What are the four temperatures? Warm side, cool side, basking area and overnight low?

What type of heating and lighting are you using? What kind of bulbs and what wattage?

These answers and a pic or two of the enclosure will help us figure out and solve your problem. Someone is invariably going to come along and tell you the problem is that tortoises can't be kept in glass tanks for several reasons that sound logical. Its not true. Its a persistent myth. Glass tanks of the correct size are fine and its usually something else that is the cause of the problem. Too hot, too cold, not enough hiding areas, tank too small, wrong bulbs, wrong substrate, etc...


----------



## WolfRune1988 (Aug 26, 2019)

Will the sand be ok of I mix it with coconut fiber, or get rid of it completely?


----------



## Cowboy_Ken (Aug 26, 2019)

WolfRune1988 said:


> Will the sand be ok of I mix it with coconut fiber, or get rid of it completely?



get rid of it completely


----------



## Tom (Aug 26, 2019)

WolfRune1988 said:


> Will the sand be ok of I mix it with coconut fiber, or get rid of it completely?


What Ken said. Even as part of a mix, it is likely to block up your tortoise and cause impaction.

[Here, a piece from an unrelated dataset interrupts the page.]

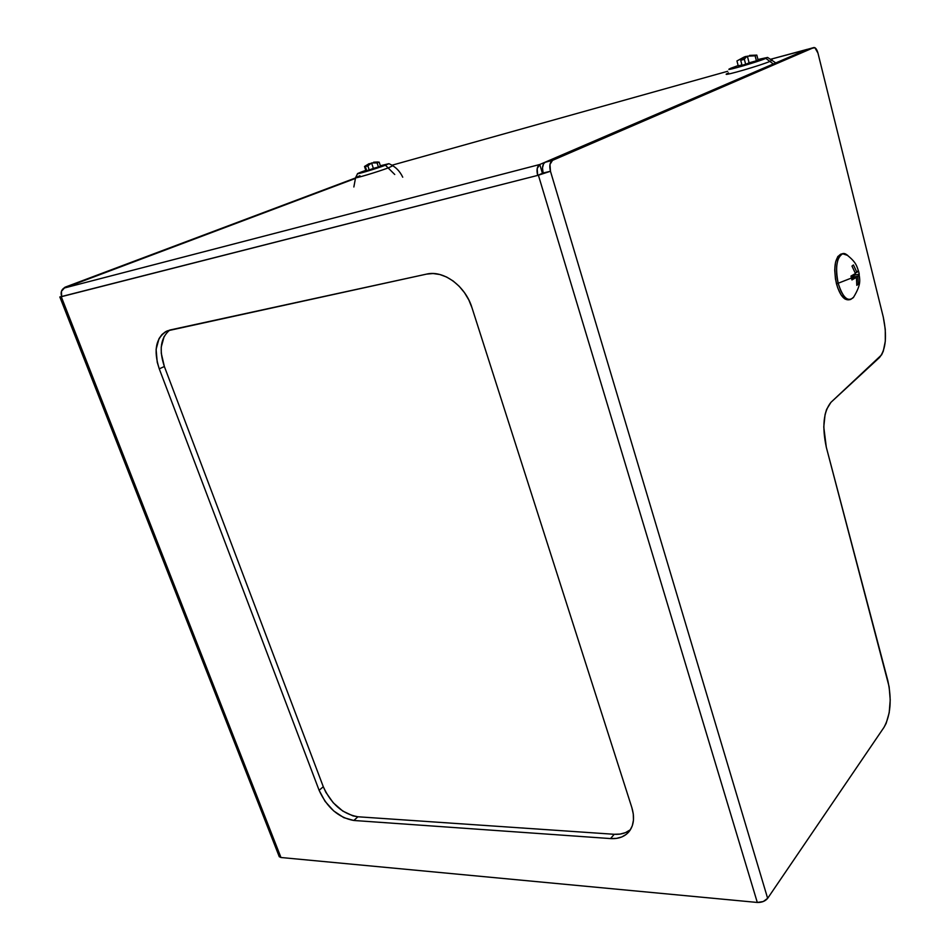<?xml version="1.0" encoding="UTF-8"?>
<svg xmlns="http://www.w3.org/2000/svg" width="950" height="950" viewBox="0 0 950 950"><rect width="100%" height="100%" fill="white"/><g stroke="black" fill="none" stroke-linecap="round" stroke-linejoin="round"><path stroke-width="1.43" d="M542.426 173.316L550.466 171.261L537.676 175.406L542.426 173.316L539.778 164.493L537.189 168.53L537.676 175.406L61.263 296.721L280.962 857.506L757.304 902.453L538.401 175.216L537.676 175.406L543.115 173.007L550.466 171.261L538.401 175.216L757.304 902.453L280.962 857.506L61.263 296.721L59.803 296.982L537.676 175.406C536.346 169.908 537.047 166.262 539.778 164.493L64.434 287.981C61.358 289.596 60.444 292.469 61.691 296.614L61.417 291.341L64.434 287.981L355.3 178.481L64.434 287.981L539.778 164.493L542.426 173.316M630.028 829.956L625.504 832.627L620.16 834.076L614.222 834.29L357.924 816.774L353.02 815.908L342.784 811.074L333.26 802.797L325.862 792.324L323.297 786.731L164.362 366.51L161.286 353.329L161.239 347.059L164.184 336.359M319.117 790.305L159.268 368.849L157.225 362.211L156.097 349.351L159.03 338.616L161.916 334.578L165.621 331.669L170.026 329.994L426.574 274.111L433.058 273.529L439.838 274.514L446.642 277.044L453.197 281.034L459.23 286.318L464.503 292.707L468.801 299.915L471.96 307.669L631.833 807.547L633.294 814.031L633.448 820.182L632.308 825.74L629.909 830.502L626.371 834.278L621.834 836.938L616.491 838.387L610.541 838.577L353.827 820.479L343.793 817.653L333.711 810.944L325.066 801.349L319.117 790.305L159.268 368.849L164.362 366.51L323.297 786.731L319.117 790.305L323.297 786.731C331.194 804.056 342.736 814.067 357.924 816.774L614.222 834.29L610.541 838.577L353.827 820.479L357.924 816.774L353.827 820.479C338.616 817.736 327.037 807.678 319.117 790.305M767.648 898.344L763.266 901.526L757.304 902.453C761.793 902.571 765.249 901.194 767.648 898.344L550.466 171.261L767.648 898.344L883.999 727.344L767.648 898.344M817.974 53.141L883.251 316.956L817.974 53.141L814.863 47.678L807.631 49.305L545.229 162.26L552.532 160.36L813.758 47.595L552.532 160.36L549.979 164.398L550.466 171.261C549.148 165.763 549.836 162.129 552.532 160.36L545.229 162.26L543.626 163.709L542.486 167.877L543.151 173.126C541.844 167.651 542.533 164.029 545.229 162.26L807.631 49.305L813.865 47.547C815.504 47.441 816.869 49.293 817.974 53.141M883.999 727.344L886.148 723.389L889.188 712.773L890.221 699.924L889.129 686.731L826.31 447.248L823.781 427.001L825.075 414.568L826.571 409.438L830.941 402.337L881.612 354.849L883.298 351.168L885.293 341.287L885.269 329.306L883.251 316.956C887.146 335.837 885.911 349.351 879.557 357.461L830.941 402.337C823.484 411.671 821.94 426.633 826.31 447.248L887.822 680.616C891.908 699.533 890.625 715.113 883.999 727.344M807.749 49.257L813.865 47.547M279.454 854.905L279.062 856.164L280.962 857.506L279.217 856.674M69.302 286.092L355.312 178.434L69.302 286.092M355.478 177.971L65.051 287.197L355.478 177.971M62.748 289.073L65.051 287.197L62.748 289.073M807.049 49.554L539.778 164.493L807.417 49.293L770.925 59.185L807.049 49.554M392.006 165.217L727.712 71.274L392.006 165.217M169.765 330.054C160.598 337.678 158.804 349.826 164.362 366.51L159.268 368.849C153.235 350.194 155.883 337.547 167.2 330.897L426.574 274.111C443.436 269.871 465.441 285.962 471.96 307.669L631.833 807.547C634.837 817.606 633.828 825.74 628.793 831.939C624.411 836.831 618.331 839.04 610.541 838.577L614.222 834.29C620.825 834.694 626.264 833.102 630.539 829.54M772.172 59.993L770.272 61.263C761.104 65.312 723.591 76.226 726.263 74.088L728.543 72.901M730.312 69.196L730.894 68.21L729.054 69.112C725.859 71.167 757.922 61.833 765.842 58.389L773.312 63.983L765.842 58.389L767.6 57.439L757.946 59.506M738.15 65.562L730.894 68.21M749.562 55.397L756.818 55.112L758.1 60.087L756.818 55.112L755.107 55.812L756.402 60.8L758.1 60.087L756.402 60.8L755.107 55.812L747.377 56.193L749.099 62.843L756.402 60.8L749.099 62.843L747.377 56.193L745.774 57.463L744.361 59.292L745.655 64.279L749.099 62.843L745.655 64.279L744.361 59.292L740.715 60.313L742.021 65.301L745.655 64.279L742.021 65.301L740.715 60.313L743.743 57.226L744.278 59.304L743.743 57.226L736.951 60.954L738.245 65.894L741.903 64.873L738.245 65.894L736.951 60.954M743.743 57.226L745.465 56.525L745.714 57.522L745.465 56.525L747.092 56.359M853.682 297.148L850.63 299.499C845.619 299.974 841.486 294.559 838.197 283.243L836.404 283.563C839.681 294.856 843.826 300.271 848.837 299.796L849.882 299.63M845.809 254.113C856.674 262.307 856.781 266.285 858.847 272.211L859.251 274.253L857.886 276.236L858.266 284.192L856.805 285.344L856.425 277.376L851.936 279.941L851.521 278.006L838.197 283.243C835.109 267.377 836.606 257.545 842.674 253.769L847.78 255.455L845.809 254.113C838.494 250.004 833.863 267.235 838.197 283.243L851.521 278.006L850.962 276.082L855.463 273.517L851.972 266.071L853.444 264.955L856.924 272.389L858.289 270.418L858.681 271.522M841.546 253.971L837.841 256.488L835.561 262.105L834.717 270.049L835.466 279.074L837.674 287.767L840.999 294.761L844.906 298.977L848.789 299.82M842.127 253.959L840.893 254.101C834.801 257.877 833.304 267.698 836.404 283.563L838.197 283.243C842.697 297.504 847.744 302.278 853.361 297.576C862.256 283.029 859.429 279.395 858.847 272.211M853.444 264.955L856.924 272.389L855.19 272.697L856.924 272.389L858.289 270.418L859.251 274.253L854.715 275.049L854.489 274.158L854.715 275.049L859.251 274.253L858.847 275.179L857.886 276.236L851.794 277.317L854.715 275.049L851.794 277.317L857.886 276.236L858.266 284.192L856.876 284.43L858.266 284.192L856.805 285.344L856.425 277.376L851.58 278.231L856.425 277.376L851.936 279.941L850.962 276.082L855.463 273.517L851.972 266.071L853.444 264.955M852.008 278.16L851.794 277.317L852.008 278.16M392.813 165.716L388.835 167.675C378.397 171.689 353.388 179.17 355.573 177.65L359.931 175.738M365.809 170.382L361.226 172.021L360.786 173.054L361.226 172.021L357.639 173.541C355.181 175.002 376.485 168.625 385.427 165.217L394.737 174.491L385.427 165.217L388.93 163.673L380.344 165.751M377.922 161.987L373.671 162.189L379.169 162.141L380.499 166.203L379.169 162.141L377.091 162.913L378.421 166.974L380.499 166.203L378.421 166.974L377.091 162.913L371.581 162.961L373.374 168.399L378.421 166.974L373.374 168.399L371.581 162.961L367.852 165.882L369.206 169.955L373.374 168.399L369.206 169.955L367.852 165.882L365.346 166.594L366.688 170.667L369.206 169.955L366.688 170.667L365.346 166.594L369.075 163.673L369.324 164.445L369.075 163.673L364.515 166.464L365.857 170.513L366.569 170.311L365.857 170.513L364.515 166.464M369.134 163.863L373.789 162.581M279.074 856.188L59.85 296.994M767.6 57.439L775.794 62.914M840.893 254.101L842.674 253.769M353.851 186.984L355.585 177.686M355.621 177.602L357.639 173.541M388.93 163.673C395.2 166.44 399.796 170.953 402.729 177.199"/></g></svg>

Care for DTs is the same as Russian tortoises. Check these out:
https://tortoiseforum.org/threads/beginner-mistakes.45180/
https://tortoiseforum.org/threads/russian-tortoise-care-sheet.80698/


----------



## TammyJ (Aug 27, 2019)

Sink a heavy ceramic/plastic plant pot saucer into the substrate (not sand!) so that the top of the dish is level with the level of the substrate. Make sure its not too deep, so the tortoise can easily step in or out of the water, and the level of the water reaches up to where his top and bottom shells meet or a bot higher.
Can we see some pictures? It seems you may be keeping him too dry?
This is a great site - stick with us please!


----------



## ascott (Aug 27, 2019)

Tom said:


> Sand will kill your tortoise. That is the first thing to fix.
> 
> What size is the tortoise and what size is the tank? How much cover does he have? Humid Hide?
> 
> ...



Yeah, what he said....especially the sand thing....


----------



## WolfRune1988 (Aug 27, 2019)

So we added coconut fiber and small gravel after taking the sand out, I dont remember how many gallons the tank is and I dont have gauges for humidity or anything for his tank. There is no box for his hide right now because I dont want it to get soaked so that will go in later


----------



## Tom (Aug 27, 2019)

Gravel is no good either. Also an impaction risk. The coco coir is safe, but tends to be very messy. Fine grade orchid bark will work best.

The enclosure is much too small for a tortoise this size. 4 of those tanks connected together would be too small. There is nowhere else to go but in, under, and through the water bowl. Tortoises need locomotion to help food move through the GI tract. Confining them in small quarters prevents this. Eventually, this could lead to death.

The enclosure needs to have rocks, logs, hides and other furniture. Your tortoise is spilling the water bowl because there is nowhere else to hide and the enclosure is way too small.

You need to know what the temperatures are. Reptiles are dependent upon us providing the correct temperatures for them when housed indoors like this. Too hot is just as bad as too cold. You need a good digital thermometer so you can properly measure the temps and make adjustments if needed.

Everything you need to know for housing and caring for the tortoise is in those threads I linked. I hope we can help.


----------



## WolfRune1988 (Aug 27, 2019)

Thank you, I will look through those threads and see what I can work with. Unfortunately we live in a small apartment and no where to set him up in something bigger outside or inside without a dog or ferret getting to him. We will have to figure a few things out. Thank you everyone for your help


----------



## bioteach (Aug 28, 2019)

WolfRune1988 said:


> I need some help, my dessert wont stop spilling his water dish. He is in a tank with sand and small rocks at the moment and no matter where I move his dish for water he spills it all! Either because he is digging under it or behind it so it topples. What can I do to keep it from spilling?! I dont want to only give him water when I soak him but he is making it impossible to do otherwise! I dont have any good pictures right now I'll try to take some later.


We use a larger plant saucer made of clay and it is almost impossible to tip over. It is larger than the tortoise; but it is very shallow and it provides excellent traction so that our tortoise does not slip and can easily navigate the depth.

One word of caution, however, the rough surface does promote algae growth and needs to be scrubbed with a stiff brush every few days.


----------